Two videos introducing TDA and explaining the tool are on our BRC Prediction Modelling Presentation page and on YouTube at Introduction to TDA and Mapper pipeline presentation.

The pipeline can be downloaded at: https://github.com/kcl-bhi/mapper-pipeline

“dCVnet”: a user-friendly tool to develop regularized regression prediction models

Dr Andrew Lawrence developed a software tool “dCVnet” (R wrapper for the glmnet package) to implement regularized logistic regression with double (nested) cross-validation for internal validation and made this easy-to-use tool available for use by the scientific and clinical community as an R package.

In contrast to traditional statistical methods, regularized regression allows the analyses of a large number of predictors relative to sample size. Regularization provides a means to reduce overfitting by constraining the magnitude of the regression coefficients through the introduction of a penalty. DCVnet provides a documented and standardized implementation of this particular machine learning pipeline, making it accessible to researchers lacking the programming experience required for more general machine learning software environments. Details about the methodology and an application to predict of recurrence of depression are published in Lawrence, A. Stahl, D. et al (2022).

A video explaining the tool is on our BRC Prediction Modelling Presentation page and on YouTube.

The toolbox can be downloaded at: github.com/AndrewLawrence/dCVnet

“survcompare”: do I need a simple Cox Proportional Hazards model or a more flexible (but less transparent) machine learning method? An R package to investigate complexity of survival data.

The primary goal of the package is to assist researchers in making informed decisions regarding whether they should choose a flexible yet less transparent machine learning approach or employ a traditional linear method.

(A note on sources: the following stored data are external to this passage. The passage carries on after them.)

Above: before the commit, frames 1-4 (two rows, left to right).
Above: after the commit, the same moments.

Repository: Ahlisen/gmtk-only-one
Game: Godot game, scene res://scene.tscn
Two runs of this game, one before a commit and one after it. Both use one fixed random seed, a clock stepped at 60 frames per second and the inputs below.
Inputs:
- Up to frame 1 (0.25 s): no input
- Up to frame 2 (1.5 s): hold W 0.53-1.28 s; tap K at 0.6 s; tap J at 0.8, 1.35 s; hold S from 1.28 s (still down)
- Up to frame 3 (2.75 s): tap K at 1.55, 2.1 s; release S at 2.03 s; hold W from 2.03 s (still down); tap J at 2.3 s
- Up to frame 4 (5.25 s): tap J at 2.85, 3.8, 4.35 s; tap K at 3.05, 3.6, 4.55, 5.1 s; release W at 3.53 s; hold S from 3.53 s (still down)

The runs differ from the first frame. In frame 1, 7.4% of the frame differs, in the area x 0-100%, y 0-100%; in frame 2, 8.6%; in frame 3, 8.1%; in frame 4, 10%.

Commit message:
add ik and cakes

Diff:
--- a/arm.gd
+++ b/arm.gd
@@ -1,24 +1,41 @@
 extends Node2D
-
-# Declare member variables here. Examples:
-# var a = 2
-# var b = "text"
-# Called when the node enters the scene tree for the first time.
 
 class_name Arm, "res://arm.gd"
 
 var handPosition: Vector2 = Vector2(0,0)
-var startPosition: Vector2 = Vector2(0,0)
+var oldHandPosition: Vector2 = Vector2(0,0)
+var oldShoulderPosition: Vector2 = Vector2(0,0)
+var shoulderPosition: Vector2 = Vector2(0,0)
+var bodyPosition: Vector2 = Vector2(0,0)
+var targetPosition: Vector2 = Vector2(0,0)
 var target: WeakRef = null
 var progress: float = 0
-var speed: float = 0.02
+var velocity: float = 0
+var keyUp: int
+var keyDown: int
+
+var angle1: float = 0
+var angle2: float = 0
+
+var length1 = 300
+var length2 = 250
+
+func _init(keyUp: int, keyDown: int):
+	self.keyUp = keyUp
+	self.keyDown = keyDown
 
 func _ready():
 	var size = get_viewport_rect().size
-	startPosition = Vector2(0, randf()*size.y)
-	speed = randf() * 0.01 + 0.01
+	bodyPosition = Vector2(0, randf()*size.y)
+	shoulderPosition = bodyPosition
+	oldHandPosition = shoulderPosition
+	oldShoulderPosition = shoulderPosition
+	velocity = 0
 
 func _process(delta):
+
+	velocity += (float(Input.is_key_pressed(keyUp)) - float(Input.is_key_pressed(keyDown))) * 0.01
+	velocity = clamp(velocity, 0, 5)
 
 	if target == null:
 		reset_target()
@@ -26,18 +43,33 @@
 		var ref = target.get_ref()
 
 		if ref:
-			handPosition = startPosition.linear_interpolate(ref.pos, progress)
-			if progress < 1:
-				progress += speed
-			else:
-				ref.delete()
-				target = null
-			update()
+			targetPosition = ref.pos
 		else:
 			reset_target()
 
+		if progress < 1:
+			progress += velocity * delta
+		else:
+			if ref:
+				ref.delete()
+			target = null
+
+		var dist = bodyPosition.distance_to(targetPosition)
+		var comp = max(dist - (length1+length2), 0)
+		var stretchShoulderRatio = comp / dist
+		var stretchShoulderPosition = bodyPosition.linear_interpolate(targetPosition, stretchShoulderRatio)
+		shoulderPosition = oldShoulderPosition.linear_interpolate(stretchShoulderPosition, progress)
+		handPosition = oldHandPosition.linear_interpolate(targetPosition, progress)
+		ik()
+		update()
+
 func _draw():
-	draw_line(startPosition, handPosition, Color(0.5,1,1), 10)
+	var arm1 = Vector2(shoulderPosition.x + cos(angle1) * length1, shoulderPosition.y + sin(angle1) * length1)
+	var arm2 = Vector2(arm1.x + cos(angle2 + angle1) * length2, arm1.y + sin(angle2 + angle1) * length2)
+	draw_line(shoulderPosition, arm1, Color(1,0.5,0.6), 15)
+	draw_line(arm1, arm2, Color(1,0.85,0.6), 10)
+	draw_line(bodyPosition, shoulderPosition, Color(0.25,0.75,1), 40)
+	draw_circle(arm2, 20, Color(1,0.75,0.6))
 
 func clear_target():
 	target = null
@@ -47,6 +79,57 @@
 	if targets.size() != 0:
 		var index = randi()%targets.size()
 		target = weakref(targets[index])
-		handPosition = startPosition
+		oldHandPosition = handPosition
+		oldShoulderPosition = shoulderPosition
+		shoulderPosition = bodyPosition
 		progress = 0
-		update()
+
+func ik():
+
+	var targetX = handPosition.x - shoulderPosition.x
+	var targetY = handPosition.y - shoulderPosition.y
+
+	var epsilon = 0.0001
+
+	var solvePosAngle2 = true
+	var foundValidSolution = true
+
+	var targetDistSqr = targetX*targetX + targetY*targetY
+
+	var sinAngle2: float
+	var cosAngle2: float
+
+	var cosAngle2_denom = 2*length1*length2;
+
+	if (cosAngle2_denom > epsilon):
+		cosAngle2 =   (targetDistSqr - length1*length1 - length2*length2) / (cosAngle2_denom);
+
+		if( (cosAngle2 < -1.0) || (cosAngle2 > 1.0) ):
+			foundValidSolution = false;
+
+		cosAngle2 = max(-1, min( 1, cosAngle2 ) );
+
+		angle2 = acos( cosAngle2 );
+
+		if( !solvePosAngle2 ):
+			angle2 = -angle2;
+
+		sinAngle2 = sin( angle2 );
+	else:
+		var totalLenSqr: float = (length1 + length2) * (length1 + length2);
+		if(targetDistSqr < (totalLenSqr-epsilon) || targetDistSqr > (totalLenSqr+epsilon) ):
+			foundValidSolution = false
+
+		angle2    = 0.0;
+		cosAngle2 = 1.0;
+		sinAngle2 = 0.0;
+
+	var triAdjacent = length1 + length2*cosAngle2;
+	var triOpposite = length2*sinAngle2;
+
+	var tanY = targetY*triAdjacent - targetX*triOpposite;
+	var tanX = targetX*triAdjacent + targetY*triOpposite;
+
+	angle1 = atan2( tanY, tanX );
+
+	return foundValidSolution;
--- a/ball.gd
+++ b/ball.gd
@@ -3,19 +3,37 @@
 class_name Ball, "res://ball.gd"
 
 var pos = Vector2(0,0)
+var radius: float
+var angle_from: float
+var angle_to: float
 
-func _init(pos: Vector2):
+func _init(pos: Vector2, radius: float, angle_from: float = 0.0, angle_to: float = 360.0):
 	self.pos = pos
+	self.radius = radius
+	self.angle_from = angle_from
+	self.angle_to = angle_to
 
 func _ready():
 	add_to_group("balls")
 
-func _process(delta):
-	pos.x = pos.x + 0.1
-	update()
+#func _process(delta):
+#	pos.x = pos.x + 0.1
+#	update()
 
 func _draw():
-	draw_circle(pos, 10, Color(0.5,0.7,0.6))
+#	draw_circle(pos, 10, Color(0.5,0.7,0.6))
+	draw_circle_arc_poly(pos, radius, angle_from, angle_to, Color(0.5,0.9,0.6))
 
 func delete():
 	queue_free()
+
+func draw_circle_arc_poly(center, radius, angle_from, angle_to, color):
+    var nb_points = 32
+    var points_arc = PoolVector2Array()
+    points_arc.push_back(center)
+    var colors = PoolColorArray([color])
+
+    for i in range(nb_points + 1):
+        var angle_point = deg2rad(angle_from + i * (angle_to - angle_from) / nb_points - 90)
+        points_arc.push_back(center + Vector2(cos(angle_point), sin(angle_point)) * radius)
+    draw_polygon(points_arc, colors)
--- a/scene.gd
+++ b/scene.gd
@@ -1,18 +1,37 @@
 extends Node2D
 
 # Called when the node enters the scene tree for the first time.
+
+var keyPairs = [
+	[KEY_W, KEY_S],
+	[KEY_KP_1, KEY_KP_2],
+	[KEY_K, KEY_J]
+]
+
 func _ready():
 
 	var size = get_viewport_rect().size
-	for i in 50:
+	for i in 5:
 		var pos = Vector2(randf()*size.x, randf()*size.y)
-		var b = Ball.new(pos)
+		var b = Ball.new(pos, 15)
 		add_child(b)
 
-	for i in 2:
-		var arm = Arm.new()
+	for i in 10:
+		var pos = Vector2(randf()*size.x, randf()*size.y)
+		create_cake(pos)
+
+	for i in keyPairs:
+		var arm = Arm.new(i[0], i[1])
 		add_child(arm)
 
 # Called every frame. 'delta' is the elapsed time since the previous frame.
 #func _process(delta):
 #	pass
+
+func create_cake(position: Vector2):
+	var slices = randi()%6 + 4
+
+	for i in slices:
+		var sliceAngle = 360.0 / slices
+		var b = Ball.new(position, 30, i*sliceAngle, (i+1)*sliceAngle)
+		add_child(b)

The package performs a repeated nested cross-validation to validate predictive performance of the Cox Proportionate Hazards model (or its LASSO regularised extension), and the performance of the Survival Random Forest and tests whether the ensemble method has outperformed the baseline Cox model. If there is no outperformance, the result can justify the employment of CoxPH model and indicate a negligible advantage of using a more flexible model such as Survival Random Forest. In the case of the outperformance, a researcher can 1) decide to go for a more complex model, 2) look for the interaction and non-linear terms that could be added to the baseline Cox model and re-run the test again, or 3) consider still using the Cox model if the difference is not large in the context of the performed task, or not enough to sacrifice model interpretability.

The package was developed by Dr Diana Shamsutdinova and Professor Daniel Stahl and is based on the collaboration with Dr Daniel Stamate and Dr Angus Roberts (see the Conference paper). It can be downloaded in R studio as install.packages(“survcompare”) or from github.com/dianashams/survcompare.